What the exercise asks:
Check each line below for the word "clearance" and give the count alone.

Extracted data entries
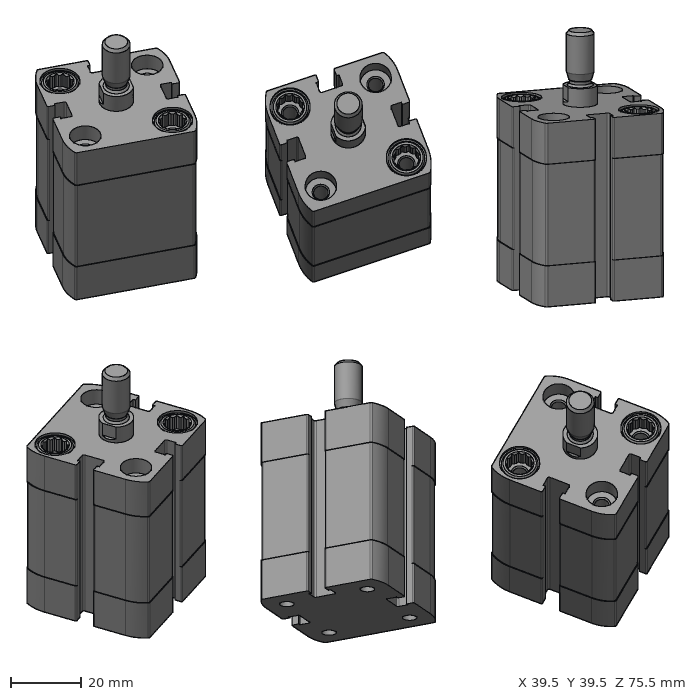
import cadquery as cq
import math


total_height = 75.5
housing_width = 39.5
housing_height = 54.0
cap_height = 12.1
tube_inset = 0.2

hole_offset = 13.0
corner_radius = 25.0 / 2
corner_blend = 0.75

slot_mouth_width = 5.4
slot_mouth_radius = 0.4
slot_lip = 2.35
slot_width = 6.95
slot_depth = 5.75
slot_floor_radius = 0.5

through_diameter = 4.15
through_chamfer_diameter = 5.0
counterbore_diameter = 9.0
counterbore_depth = 5.0

recess_diameter = 11.5
recess_depth = 0.75
head_drop = 0.2
head_diameter = 10.5
head_top_diameter = 9.5
socket_mouth_diameter = 8.15
socket_point_diameter = 7.85
socket_land_diameter = 7.1
socket_land_width = 0.7
socket_points = 12

collar_diameter = 10.0
collar_top = 59.4
flat_width = 9.0
flat_bottom = 55.35
thread_diameter = 8.0
thread_bottom = 63.4
tip_diameter = 6.5
tip_chamfer_height = 0.9
neck_diameter = 6.2
neck_top = 60.9
runout_end_diameter = 6.65
neck_foot_diameter = 7.5


def disc(diameter, bottom, top):
    return cq.Workplane("XY").workplane(offset=bottom).circle(diameter / 2).extrude(top - bottom)


def cone(bottom_diameter, top_diameter, bottom, top):
    height = top - bottom
    solid = cq.Solid.makeCone(bottom_diameter / 2, top_diameter / 2, height, cq.Vector(0, 0, bottom))
    return cq.Workplane(obj=solid)


def section_blank(half, bottom, top):
    """Solid stretch of housing whose corners are arcs tangent to its front and back faces."""
    radius = corner_radius - (housing_width / 2 - half)
    center_y = half - radius
    side_y = center_y + math.sqrt(radius**2 - (half - hole_offset) ** 2)
    middle_angle = (math.pi / 2 + math.asin((side_y - center_y) / radius)) / 2
    middle_x = hole_offset + radius * math.cos(middle_angle)
    middle_y = center_y + radius * math.sin(middle_angle)
    return (
        cq.Workplane("XY").workplane(offset=bottom)
        .moveTo(-hole_offset, half)
        .lineTo(hole_offset, half)
        .threePointArc((middle_x, middle_y), (half, side_y))
        .lineTo(half, -side_y)
        .threePointArc((middle_x, -middle_y), (hole_offset, -half))
        .lineTo(-hole_offset, -half)
        .threePointArc((-middle_x, -middle_y), (-half, -side_y))
        .lineTo(-half, side_y)
        .threePointArc((-middle_x, middle_y), (-hole_offset, half))
        .close()
        .extrude(top - bottom)
        .edges("|Z").edges("<X or >X").fillet(corner_blend)
    )


def slot_cutter(half, bottom, top):
    """T-slot opening toward +Y, with a rounded mouth at the face y = half."""
    height = top - bottom
    lip_y = housing_width / 2 - slot_lip
    floor_y = housing_width / 2 - slot_depth
    mouth_x = slot_mouth_width / 2
    flare_x = mouth_x + slot_mouth_radius
    round_y = half - slot_mouth_radius
    bulge = slot_mouth_radius * math.sqrt(0.5)
    plane = cq.Workplane("XY").workplane(offset=bottom)
    mouth = (
        plane.moveTo(-mouth_x, floor_y)
        .lineTo(mouth_x, floor_y)
        .lineTo(mouth_x, round_y)
        .threePointArc((flare_x - bulge, round_y + bulge), (flare_x, half))
        .lineTo(-flare_x, half)
        .threePointArc((bulge - flare_x, round_y + bulge), (-mouth_x, round_y))
        .close()
        .extrude(height)
    )
    cavity = (
        plane.center(0, (lip_y + floor_y) / 2)
        .rect(slot_width, lip_y - floor_y)
        .extrude(height)
        .edges("|Z and <Y").fillet(slot_floor_radius)
    )
    return cavity.union(mouth)


def housing_section(half, bottom, top):
    section = section_blank(half, bottom, top)
    for angle in (0, 90, 180):
        section = section.cut(slot_cutter(half, bottom, top).rotate((0, 0, 0), (0, 0, 1), angle))
    return section


def through_hole():
    """Through hole with its chamfer at the counterbore floor."""
    floor_z = housing_height - counterbore_depth
    chamfer = (through_chamfer_diameter - through_diameter) / 2
    hole = disc(through_diameter, 0, floor_z)
    return hole.union(cone(through_diameter, through_chamfer_diameter, floor_z - chamfer, floor_z))


def plain_hole():
    bore = disc(counterbore_diameter, housing_height - counterbore_depth, housing_height)
    return through_hole().union(bore)


def polar(diameter, angle):
    return diameter / 2 * math.cos(angle), diameter / 2 * math.sin(angle)


def twelve_point_socket(bottom, top):
    """Prism with V grooves pointing along the axes and every 30 degrees between them."""
    pitch = 2 * math.pi / socket_points
    half_land = math.asin(socket_land_width / socket_land_diameter)
    outline = []
    for index in range(socket_points):
        groove_angle = index * pitch
        land_angle = groove_angle + pitch / 2
        outline.append(polar(socket_point_diameter, groove_angle))
        outline.append(polar(socket_land_diameter, land_angle - half_land))
        outline.append(polar(socket_land_diameter, land_angle + half_land))
    return cq.Workplane("XY").workplane(offset=bottom).polyline(outline).close().extrude(top - bottom)


def screw_hole():
    """Material removed around and inside a sunken twelve-point socket head."""
    head_top = housing_height - head_drop
    recess_floor = housing_height - recess_depth
    mouth_depth = (socket_mouth_diameter - through_chamfer_diameter) / 2
    head = cone(head_diameter, head_top_diameter, recess_floor, head_top)
    recess = disc(recess_diameter, recess_floor, housing_height).cut(head)
    socket = twelve_point_socket(housing_height - counterbore_depth, head_top)
    mouth = cone(through_chamfer_diameter, socket_mouth_diameter, head_top - mouth_depth, head_top)
    return recess.union(socket).union(mouth).union(through_hole())


def make_housing():
    cap_half = housing_width / 2
    tube_top = housing_height - cap_height
    body = housing_section(cap_half, 0, cap_height)
    body = body.union(housing_section(cap_half - tube_inset, cap_height, tube_top))
    body = body.union(housing_section(cap_half, tube_top, housing_height))
    for side in (-1, 1):
        body = body.cut(plain_hole().translate((side * hole_offset, -side * hole_offset, 0)))
        body = body.cut(screw_hole().translate((side * hole_offset, side * hole_offset, 0)))
    return body


def wrench_flat():
    """Cutter for the flat facing -Y; its lower end runs out at 45 degrees."""
    flat_y = -flat_width / 2
    reach = collar_diameter / 2
    return (
        cq.Workplane("YZ")
        .moveTo(flat_y, collar_top)
        .lineTo(flat_y, flat_bottom)
        .lineTo(flat_y - reach, flat_bottom - reach)
        .lineTo(flat_y - reach, collar_top)
        .close()
        .extrude(collar_diameter / 2, both=True)
    )


def make_piston_rod():
    thread_top = total_height - tip_chamfer_height
    foot_top = collar_top + (neck_foot_diameter - neck_diameter) / 2
    runout_bottom = neck_top + (runout_end_diameter - neck_diameter) / 2
    collar = disc(collar_diameter, housing_height, collar_top)
    for angle in (0, 180):
        collar = collar.cut(wrench_flat().rotate((0, 0, 0), (0, 0, 1), angle))
    foot = cone(neck_foot_diameter, neck_diameter, collar_top, foot_top)
    neck = disc(neck_diameter, foot_top, neck_top)
    shoulder = cone(neck_diameter, runout_end_diameter, neck_top, runout_bottom)
    runout = cone(runout_end_diameter, thread_diameter, runout_bottom, thread_bottom)
    thread = disc(thread_diameter, thread_bottom, thread_top)
    tip = cone(thread_diameter, tip_diameter, thread_top, total_height)
    return collar.union(foot).union(neck).union(shoulder).union(runout).union(thread).union(tip)


housing = make_housing()
piston_rod = make_piston_rod()

result = cq.Compound.makeCompound([housing.val(), piston_rod.val()])
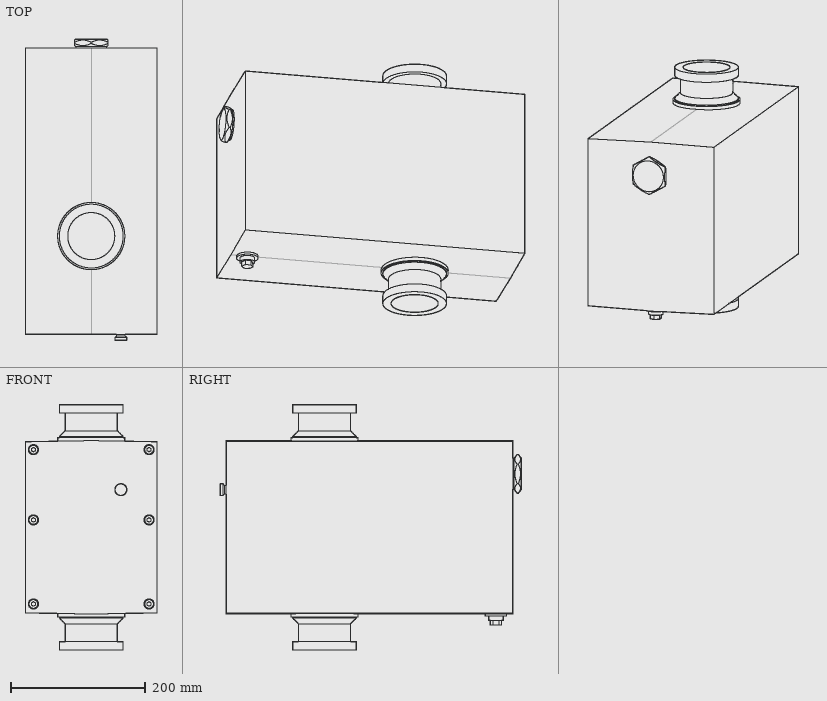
import cadquery as cq
import math

HOUSING_WIDTH = 196.0
HOUSING_LENGTH = 426.2
EDGE_HEIGHT = 255.0
RIDGE_RISE = 1.4
RIDGE_Z = EDGE_HEIGHT / 2 + RIDGE_RISE
FRONT_Y = -146.2
BACK_Y = FRONT_Y + HOUSING_LENGTH

OVERALL_HEIGHT = 365.0
FLANGE_DIAMETER = 95.0
FLANGE_THICKNESS = 12.5
TUBE_DIAMETER = 78.0
CONE_START = 39.0
CONE_END = 47.3
COLLAR_DIAMETER = 100.0
COLLAR_START = 49.0
BORE_DIAMETER = 70.0
BORE_DEPTH = 0.5

SCREW_INSET = 12.0
SCREW_X = HOUSING_WIDTH / 2 - SCREW_INSET
SCREW_ROWS = (115.5, 11.0, -114.0)
COUNTERBORE_DIAMETER = 15.0
SCREW_HEAD_DIAMETER = 13.0
SCREW_RECESS = 2.0
SCREW_HEAD_DROP = 0.5
SOCKET_DIAMETER = 6.65
SOCKET_DEPTH = 1.5

KNOB_X = 44.0
KNOB_Z = 56.0
KNOB_STEM_DIAMETER = 13.0
KNOB_HEAD_DIAMETER = 18.0
KNOB_LENGTH = 9.0
KNOB_STEM_LENGTH = 2.5
KNOB_FLARE_LENGTH = 2.5
KNOB_FACE_DIAMETER = 17.0

PLUG_Z = 79.5
PLUG_ACROSS_FLATS = 50.0
PLUG_LENGTH = 12.8
PLUG_COLLAR_LENGTH = 2.0
PLUG_COLLAR_DIAMETER = 46.0
PLUG_FACE_DIAMETER = 47.0
PLUG_CHAMFER_ANGLE = 40.0

DRAIN_Y = 255.0
DRAIN_FLANGE_DIAMETER = 32.0
DRAIN_FLANGE_DROP = 4.5
DRAIN_BODY_DIAMETER = 22.0
DRAIN_BODY_DROP = 11.0
DRAIN_HEX_DIAMETER = 17.0
DRAIN_HEX_DROP = 18.0


def make_housing():
    half_width = HOUSING_WIDTH / 2
    half_edge = EDGE_HEIGHT / 2
    outline = [
        (-half_width, -half_edge),
        (0, -RIDGE_Z),
        (half_width, -half_edge),
        (half_width, half_edge),
        (0, RIDGE_Z),
        (-half_width, half_edge),
    ]
    front = cq.Workplane("XZ", origin=(0, FRONT_Y, 0))
    return front.polyline(outline).close().extrude(-HOUSING_LENGTH)


def make_stub():
    """Upper pipe stub, revolved about Z and sunk into the housing."""
    top = OVERALL_HEIGHT / 2
    outline = [
        (0, top - BORE_DEPTH),
        (BORE_DIAMETER / 2, top - BORE_DEPTH),
        (BORE_DIAMETER / 2, top),
        (FLANGE_DIAMETER / 2, top),
        (FLANGE_DIAMETER / 2, top - FLANGE_THICKNESS),
        (TUBE_DIAMETER / 2, top - FLANGE_THICKNESS),
        (TUBE_DIAMETER / 2, top - CONE_START),
        (FLANGE_DIAMETER / 2, top - CONE_END),
        (FLANGE_DIAMETER / 2, top - COLLAR_START),
        (COLLAR_DIAMETER / 2, top - COLLAR_START),
        (COLLAR_DIAMETER / 2, 0),
        (0, 0),
    ]
    return cq.Workplane("XZ").polyline(outline).close().revolve(360, (0, 0), (0, 1))


def cut_screws(body):
    """Sink the screws in a front plane whose local x axis is Z, so socket corners point up."""
    points = [(row, side * SCREW_X) for side in (-1, 1) for row in SCREW_ROWS]
    face = cq.Plane(origin=(0, FRONT_Y, 0), xDir=(0, 0, 1), normal=(0, -1, 0))
    front = cq.Workplane(face).pushPoints(points)
    recess = front.circle(COUNTERBORE_DIAMETER / 2).extrude(-SCREW_RECESS)
    head = front.circle(SCREW_HEAD_DIAMETER / 2).extrude(-SCREW_RECESS)
    clearance = front.circle(SCREW_HEAD_DIAMETER / 2).extrude(-SCREW_HEAD_DROP)
    socket_depth = SCREW_HEAD_DROP + SOCKET_DEPTH
    socket = front.polygon(6, SOCKET_DIAMETER).extrude(-socket_depth)
    return body.cut(recess.cut(head)).cut(clearance).cut(socket)


def make_knob():
    """Flared knob, revolved about an axis parallel to Y."""
    flare_end = KNOB_STEM_LENGTH + KNOB_FLARE_LENGTH
    rim = (KNOB_HEAD_DIAMETER - KNOB_FACE_DIAMETER) / 2
    outline = [
        (0, 0),
        (KNOB_STEM_DIAMETER / 2, 0),
        (KNOB_STEM_DIAMETER / 2, -KNOB_STEM_LENGTH),
        (KNOB_HEAD_DIAMETER / 2, -flare_end),
        (KNOB_HEAD_DIAMETER / 2, -KNOB_LENGTH + rim),
        (KNOB_FACE_DIAMETER / 2, -KNOB_LENGTH),
        (0, -KNOB_LENGTH),
    ]
    section = cq.Workplane("XY", origin=(KNOB_X, FRONT_Y, KNOB_Z)).polyline(outline).close()
    return section.revolve(360, (0, 0), (0, 1))


def make_plug():
    """Hexagonal plug with both ends chamfered, corners pointing up and down."""
    corner = PLUG_ACROSS_FLATS / 2 / math.cos(math.pi / 6)
    face = PLUG_FACE_DIAMETER / 2
    drop = (corner - face) * math.tan(math.radians(PLUG_CHAMFER_ANGLE))
    start = PLUG_COLLAR_LENGTH
    envelope_outline = [
        (0, start),
        (face, start),
        (corner, start + drop),
        (corner, PLUG_LENGTH - drop),
        (face, PLUG_LENGTH),
        (0, PLUG_LENGTH),
    ]
    base = cq.Workplane("XY", origin=(0, BACK_Y, PLUG_Z))
    envelope = base.polyline(envelope_outline).close().revolve(360, (0, 0), (0, 1))
    back = cq.Workplane("XZ", origin=(0, BACK_Y, PLUG_Z))
    prism = back.transformed(rotate=(0, 0, 90)).polygon(6, 2 * corner).extrude(-PLUG_LENGTH)
    collar = back.circle(PLUG_COLLAR_DIAMETER / 2).extrude(-PLUG_COLLAR_LENGTH)
    return prism.intersect(envelope).union(collar)


def make_drain():
    base = cq.Workplane("XY", origin=(0, DRAIN_Y, -EDGE_HEIGHT / 2))
    flange = base.circle(DRAIN_FLANGE_DIAMETER / 2).extrude(-DRAIN_FLANGE_DROP)
    body = base.circle(DRAIN_BODY_DIAMETER / 2).extrude(-DRAIN_BODY_DROP)
    hexagon = base.transformed(rotate=(0, 0, 90)).polygon(6, DRAIN_HEX_DIAMETER).extrude(-DRAIN_HEX_DROP)
    return flange.union(body).union(hexagon)


upper_stub = make_stub()
lower_stub = upper_stub.mirror("XY")
body = cut_screws(make_housing()).union(upper_stub).union(lower_stub)
result = body.union(make_knob()).union(make_plug()).union(make_drain())

Answer below:
2